(PROVIDED INFORMATION begins)
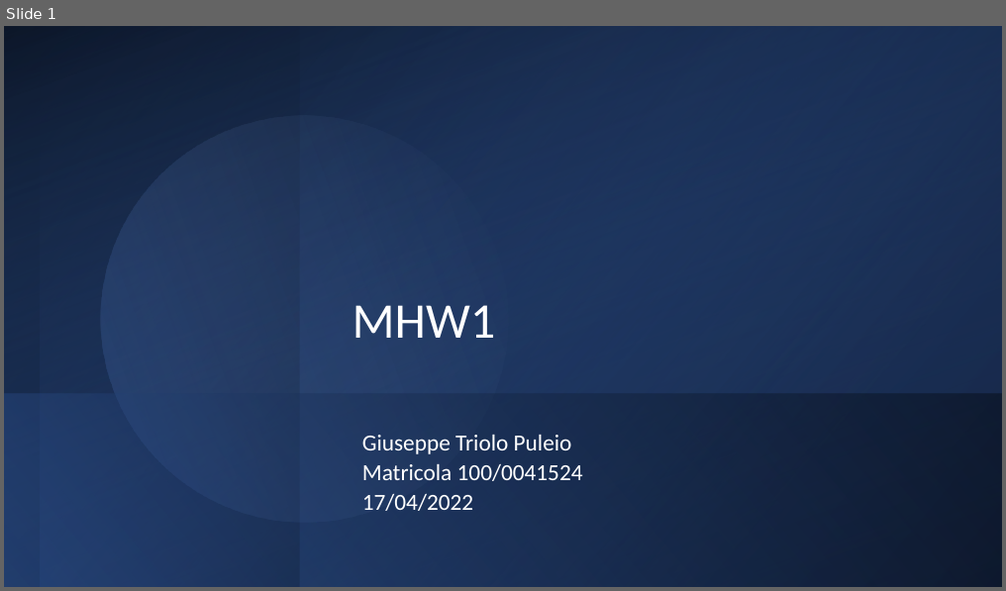
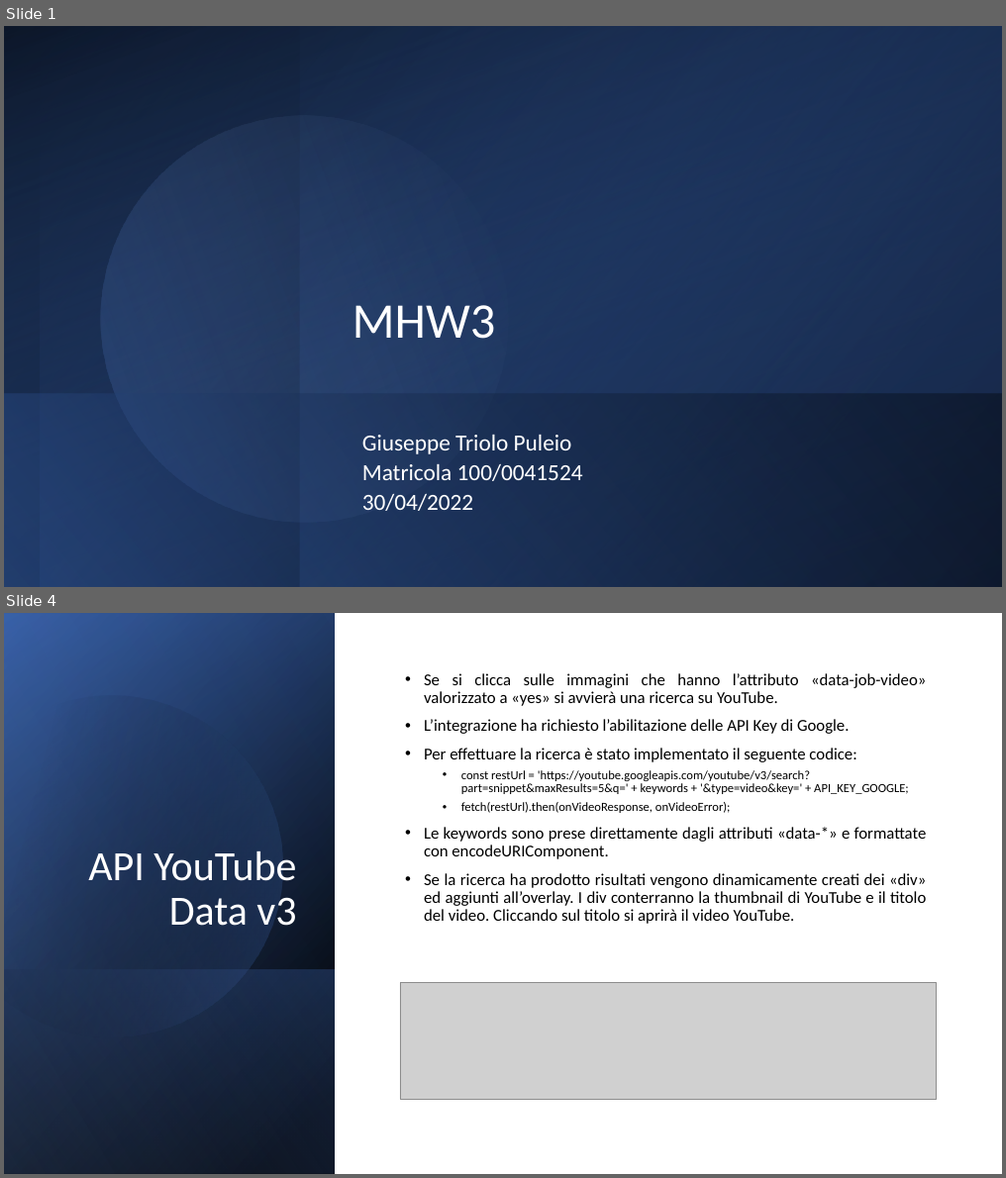
Before and after one commit to gtriolo87/mhw3, a slide deck: mhw3.pptx. Shown one above the other, each under a label of ours: slide 1 before the commit, slides 1 and 4 after it; the slides between them are not shown. The pictures are 1006x591 and 1006x1178 pixels, drawn with LibreOffice and Linux fonts; fonts in the diff are those of the drawing; grey boxes stand for pictures. Boxes give left, top, right and bottom in pixels: in the first picture for what was removed or moved away, otherwise in the second. Text is boxed around its words. In the diff, an @@ line names an element or a change of style, - is before the commit and + after.

```diff
--- a/mhw3.pptx
+++ b/mhw3.pptx
@@ slide 4 added at <box>4,613,1002,1174</box>, background #FFFFFF @@
@@ rectangle added at <box>4,613,1002,1174</box>, fill #FFFFFF @@
@@ rectangle added at <box>4,613,335,1174</box>, fill gradient #000000 to #2F5597 @@
@@ rectangle added at <box>4,614,335,1174</box>, fill gradient #000000 to #4472C4 @@
@@ rectangle added at <box>4,613,335,1173</box>, fill gradient #000000 to #8FAADC @@
@@ freeform shape added at <box>4,655,324,1072</box>, fill gradient #000000 to #4472C4 @@
@@ text added at <box>424,673,927,924</box>, 16 pt, text #000000 @@
+• Se si clicca sulle immagini che hanno l’attributo «data-job-video» valorizzato a «yes» si avvierà una ricerca su YouTube.
+• L’integrazione ha richiesto l’abilitazione delle API Key di Google.
+• Per effettuare la ricerca è stato implementato il seguente codice:
+  • const restUrl = 'https://youtube.googleapis.com/youtube/v3/search?part=snippet&maxResults=5&q=' + keywords + '&type=video&key=' + API_KEY_GOOGLE;
+  • fetch(restUrl).then(onVideoResponse, onVideoError);
+• Le keywords sono prese direttamente dagli attributi «data-*» e formattate con encodeURIComponent.
+• Se la ricerca ha prodotto risultati vengono dinamicamente creati dei «div» ed aggiunti all’overlay. I div conterranno la thumbnail di YouTube e il titolo del video. Cliccando sul titolo si aprirà il video YouTube.
@@ title added at <box>88,852,296,926</box>, 40 pt, text #FFFFFF @@
+API YouTube Data v3
@@ rectangle added at <box>4,969,335,1174</box>, fill gradient #4472C4 to #000000 @@
@@ picture added at <box>400,983,936,1099</box> @@
@@ slide 1 changed as well @@
@@ title at <box>352,305,496,339</box>: text changed @@
-MHW1
+MHW3
@@ subtitle at <box>362,494,473,511</box>: text changed @@
-17/04/2022
+30/04/2022
```
Also in this commit, not shown: 1 other slide changed, 4 other slides added, 6 slides removed.
(PROVIDED INFORMATION ends)
Type the entries again verbatim. Any pictures should be skipped.

Before and after one commit to gtriolo87/mhw3, a slide deck: mhw3.pptx. Shown one above the other, each under a label of ours: slide 1 before the commit, slides 1 and 4 after it; the slides between them are not shown. The pictures are 1006x591 and 1006x1178 pixels, drawn with LibreOffice and Linux fonts; fonts in the diff are those of the drawing; grey boxes stand for pictures. Boxes give left, top, right and bottom in pixels: in the first picture for what was removed or moved away, otherwise in the second. Text is boxed around its words. In the diff, an @@ line names an element or a change of style, - is before the commit and + after.

```diff
--- a/mhw3.pptx
+++ b/mhw3.pptx
@@ slide 4 added at <box>4,613,1002,1174</box>, background #FFFFFF @@
@@ rectangle added at <box>4,613,1002,1174</box>, fill #FFFFFF @@
@@ rectangle added at <box>4,613,335,1174</box>, fill gradient #000000 to #2F5597 @@
@@ rectangle added at <box>4,614,335,1174</box>, fill gradient #000000 to #4472C4 @@
@@ rectangle added at <box>4,613,335,1173</box>, fill gradient #000000 to #8FAADC @@
@@ freeform shape added at <box>4,655,324,1072</box>, fill gradient #000000 to #4472C4 @@
@@ text added at <box>424,673,927,924</box>, 16 pt, text #000000 @@
+• Se si clicca sulle immagini che hanno l’attributo «data-job-video» valorizzato a «yes» si avvierà una ricerca su YouTube.
+• L’integrazione ha richiesto l’abilitazione delle API Key di Google.
+• Per effettuare la ricerca è stato implementato il seguente codice:
+  • const restUrl = 'https://youtube.googleapis.com/youtube/v3/search?part=snippet&maxResults=5&q=' + keywords + '&type=video&key=' + API_KEY_GOOGLE;
+  • fetch(restUrl).then(onVideoResponse, onVideoError);
+• Le keywords sono prese direttamente dagli attributi «data-*» e formattate con encodeURIComponent.
+• Se la ricerca ha prodotto risultati vengono dinamicamente creati dei «div» ed aggiunti all’overlay. I div conterranno la thumbnail di YouTube e il titolo del video. Cliccando sul titolo si aprirà il video YouTube.
@@ title added at <box>88,852,296,926</box>, 40 pt, text #FFFFFF @@
+API YouTube Data v3
@@ rectangle added at <box>4,969,335,1174</box>, fill gradient #4472C4 to #000000 @@
@@ picture added at <box>400,983,936,1099</box> @@
@@ slide 1 changed as well @@
@@ title at <box>352,305,496,339</box>: text changed @@
-MHW1
+MHW3
@@ subtitle at <box>362,494,473,511</box>: text changed @@
-17/04/2022
+30/04/2022
```
Also in this commit, not shown: 1 other slide changed, 4 other slides added, 6 slides removed.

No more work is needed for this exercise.